What's the status of labsdb1001 and 1003 regarding its decommissioning? as Wednesday 2018-01-03 as already passed by :-)

It was on my list of things to do today to ping @Marostegui and @jcrespo here about this. :) The only outstanding issue that could be considered a blocker for full decomm is T183758.

bd808 added a comment.Jan 12 2018, 5:07 PM

I think we are ready to shutdown labsdb1001 (which actually had another storage crash today) and labsdb1003. The _p databases there have been archived which was the last blocker.
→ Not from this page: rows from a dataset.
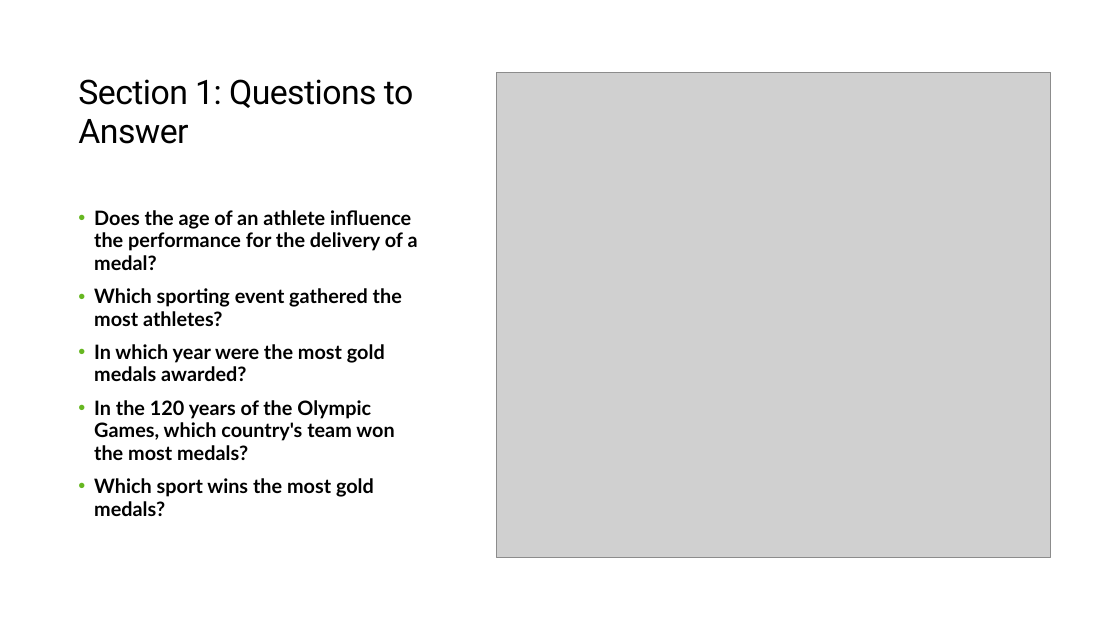
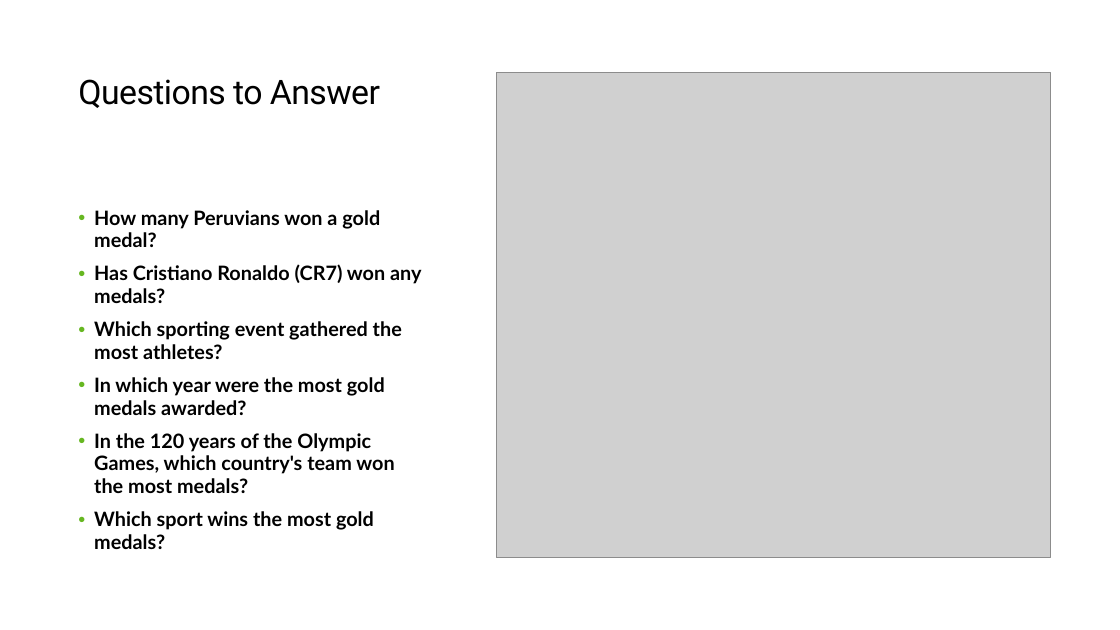
Before and after one commit to Emermv/sql-for-data-science, a slide deck: slide 10 of Project Proposal Template.pptx (slide 3 before the commit). Drawn at 1120x630 pixels with LibreOffice and Linux fonts; fonts in the diff are those of the drawing; grey boxes stand for pictures. Boxes give left, top, right and bottom in pixels: in the first picture for what was removed or moved away, otherwise in the second. Text is boxed around its words. In the diff, an @@ line names an element or a change of style, - is before the commit and + after.

```diff
--- a/Project Proposal Template.pptx
+++ b/Project Proposal Template.pptx
@@ title at (x1=78, y1=79, x2=380, y2=108): text changed @@
-Section 1: Questions to Answer
+Questions to Answer
@@ subtitle at (x1=94, y1=210, x2=421, y2=303): text changed @@
-• Does the age of an athlete influence the performance for the delivery of a medal?
+• How many Peruvians won a gold medal?
+• Has Cristiano Ronaldo (CR7) won any medals?
```
Also in this commit, not shown: 2 other slides changed, 7 slides added, 17 other files.

jcrespo updated the task description. (Show Details)Jan 12 2018, 5:10 PM

I think we are ready to shutdown labsdb1001 (which actually had another storage crash today) and labsdb1003. The _p databases there have been archived which was the last blocker.

Fine by me!
Feel free to proceed :)

bd808 updated the task description. (Show Details)Jan 12 2018, 9:36 PM

labsdb1003 RAID policy started to fail and it is now on WT instead of WB.
Possibly the BBU is failing.

Reminder: we would like to stop MySQL on both hosts (actually on 1001 is already stopped/dead) on Wednesday 17th so cloud-services-team can proceed with T184832
@bd808 any objection to stop MySQL for good on 1003?

Change 404323 had a related patch set uploaded (by Jcrespo; owner: Jcrespo):
[operations/puppet@production] mariadb: Set as spares labsdb1001 and labsdb1003

https://gerrit.wikimedia.org/r/404323

@bd808 any objection to stop MySQL for good on 1003?

No objections.

MySQL has been stopped on labsdb1001 (it was already unavailable) and labsdb1003.

Change 405338 had a related patch set uploaded (by Jcrespo; owner: Jcrespo):
[operations/puppet@production] mariadb: Exclude labsdb1001,2,3 from megacli policy check

https://gerrit.wikimedia.org/r/405338

Change 405338 merged by Jcrespo:
[operations/puppet@production] mariadb: Exclude labsdb1001,2,3 from megacli policy check

https://gerrit.wikimedia.org/r/405338

This can probably be closed I assume?

bd808 added a comment.Mar 20 2018, 2:56 PM

This can probably be closed I assume?

There are a few cleanup tasks left and one big issue: creating some process for loading user curated data into the wiki replica instances. That should probably be broken out into its own Epic at this point. The original discussions are fragmented and stalled. I'll see if I can clean this up soon.

bd808 closed this task as Resolved.Jun 29 2018, 9:10 PM
bd808 claimed this task.

We have several follow up tasks still pending, but the major changes outlined here have been complete for months as @Marostegui pointed out (months ago) in T142807#4064108.